Assistance available in S.C.

The South Carolina State Housing Finance and Development Authority (S.C. Housing) has distributed more than $19 million in rental assistance through its SC Stay Plus program, launched in May in preparation for the end of the initial eviction moratorium. And plenty more is still available, with $272 million allotted to the program by the U.S. Department of Treasury.

“Our program, and others like it … will help people go back and pay that past-due rent, even if they’ve already been evicted,” said S.C. Housing chief communications officer Chris Winston in Columbia. “Otherwise, it’s almost impossible to find safe housing anywhere else.”

The SC Stay Plus program had given money to more than 4,000 households in the state as of Sept. 9, Winston said. Separate programs funded by the U.S. Department of Housing and Urban Development had distributed an additional $10 million.

The state General Assembly tasked S.C. Housing as the administrator of the state and federal programs, but counties with populations over 200,000 can apply to run separate local programs. Charleston and Berkeley counties both operate local programs. Charleston’s Emergency Rental Assistance Program (ERAP) was awarded $12.4 million from the U.S. Treasury to stabilize housing in the county. 

Renters in need of assistance can fill out applications online, and assistance provided by S.C. Housing’s averages about $4,000 per household. 

“Our focus is on people who may be at risk now who are being evicted,” Winston said. “And you can self-attest all of those items. If you’ve been impacted by COVID financially, and you say you’re at risk of being evicted, we don’t require any sort of documentation for that anymore. We want people to get their applications in.”

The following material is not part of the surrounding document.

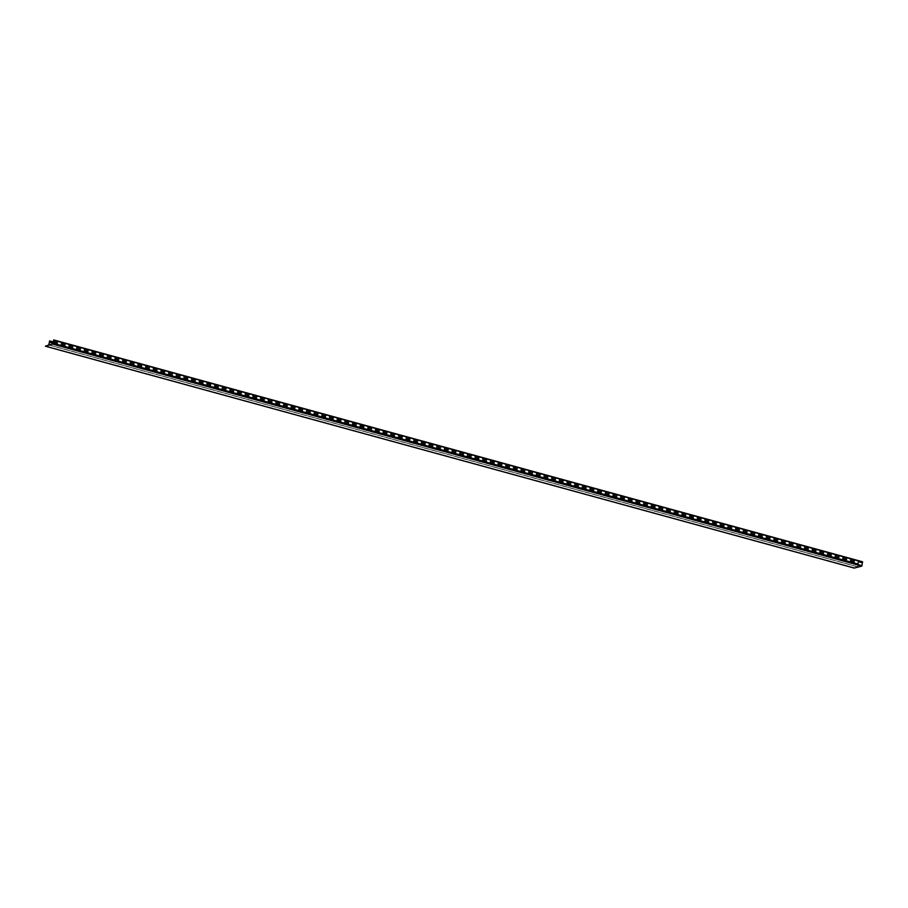 <?xml version="1.0" encoding="UTF-8"?>
<svg xmlns="http://www.w3.org/2000/svg" width="908" height="908" viewBox="0 0 908 908"><rect width="100%" height="100%" fill="white"/><g stroke="black" fill="none" stroke-linecap="round" stroke-linejoin="round"><path stroke-width="0.68" stroke-dasharray="4.54 3.41" d="M861.896 565.763L53.05 343.894L861.874 565.741M53.3 341.964L858.435 562.824L857.595 566.876L854.235 568.067M53.459 341.136L862.305 563.005L861.715 565.809L857.776 566.83L858.435 562.824M862.555 561.791L862.305 563.005M53.572 340.557L862.43 562.427M53.515 340.852L862.362 562.722M53.345 340.897L862.191 562.767M53.447 341.226L862.135 563.051M53.05 343.167L858.298 564.05M53.073 343.076L858.469 564.004M53.129 342.793L858.537 563.72M49.509 341.896L858.355 563.766M53.175 342.577L858.423 563.459M857.595 566.876L48.748 345.006M48.805 344.915L857.651 566.785M857.765 566.751L49.066 344.926M48.93 344.961L857.776 566.83L48.93 344.961M861.715 565.809L52.868 343.939M52.925 343.837L861.771 565.707M45.479 345.857L854.326 567.727M53.3 341.941L858.503 562.812"/><path stroke-width="1.36" d="M861.874 565.741L862.555 561.791L53.708 339.921L53.05 343.894L861.862 566.093L854.246 568.079L45.4 346.209L48.748 345.006L49.645 340.931L48.93 344.961L52.868 343.939L53.708 339.921M49.69 340.977L53.3 341.964M53.084 343.882L45.411 346.209L854.246 568.079M49.452 342.18L53.05 343.167M49.622 342.134L53.073 343.076M49.679 341.851L53.129 342.793M49.577 341.59L53.175 342.577M53.016 344.223L861.862 566.093M53.754 340.216L862.6 562.086M861.885 565.684L53.039 343.814M49.645 340.931L53.3 341.941"/></g></svg>

Too little, too late, sometimes

Despite millions of dollars available in financial assistance, some couldn’t get enough to cover their debts — others sought help too late. 

Paluzzi, who works closely with the Charleston Housing Court to keep tenants in homes, said she is seeing numbers roughly consistent with the previous peak, seen in January.

“We knew it was coming, and when it came, it hit hard,” she said. Even with as much outreach and information sharing as possible, Paluzzi said, not everyone was able to avoid an eviction notice. “There are just limitations to getting the information out to the individual.”

Paluzzi said Charleston Pro Bono tracked roughly 85-100 eviction cases in previous years. The county will likely see triple that total this year, despite evictions having been on hold until August.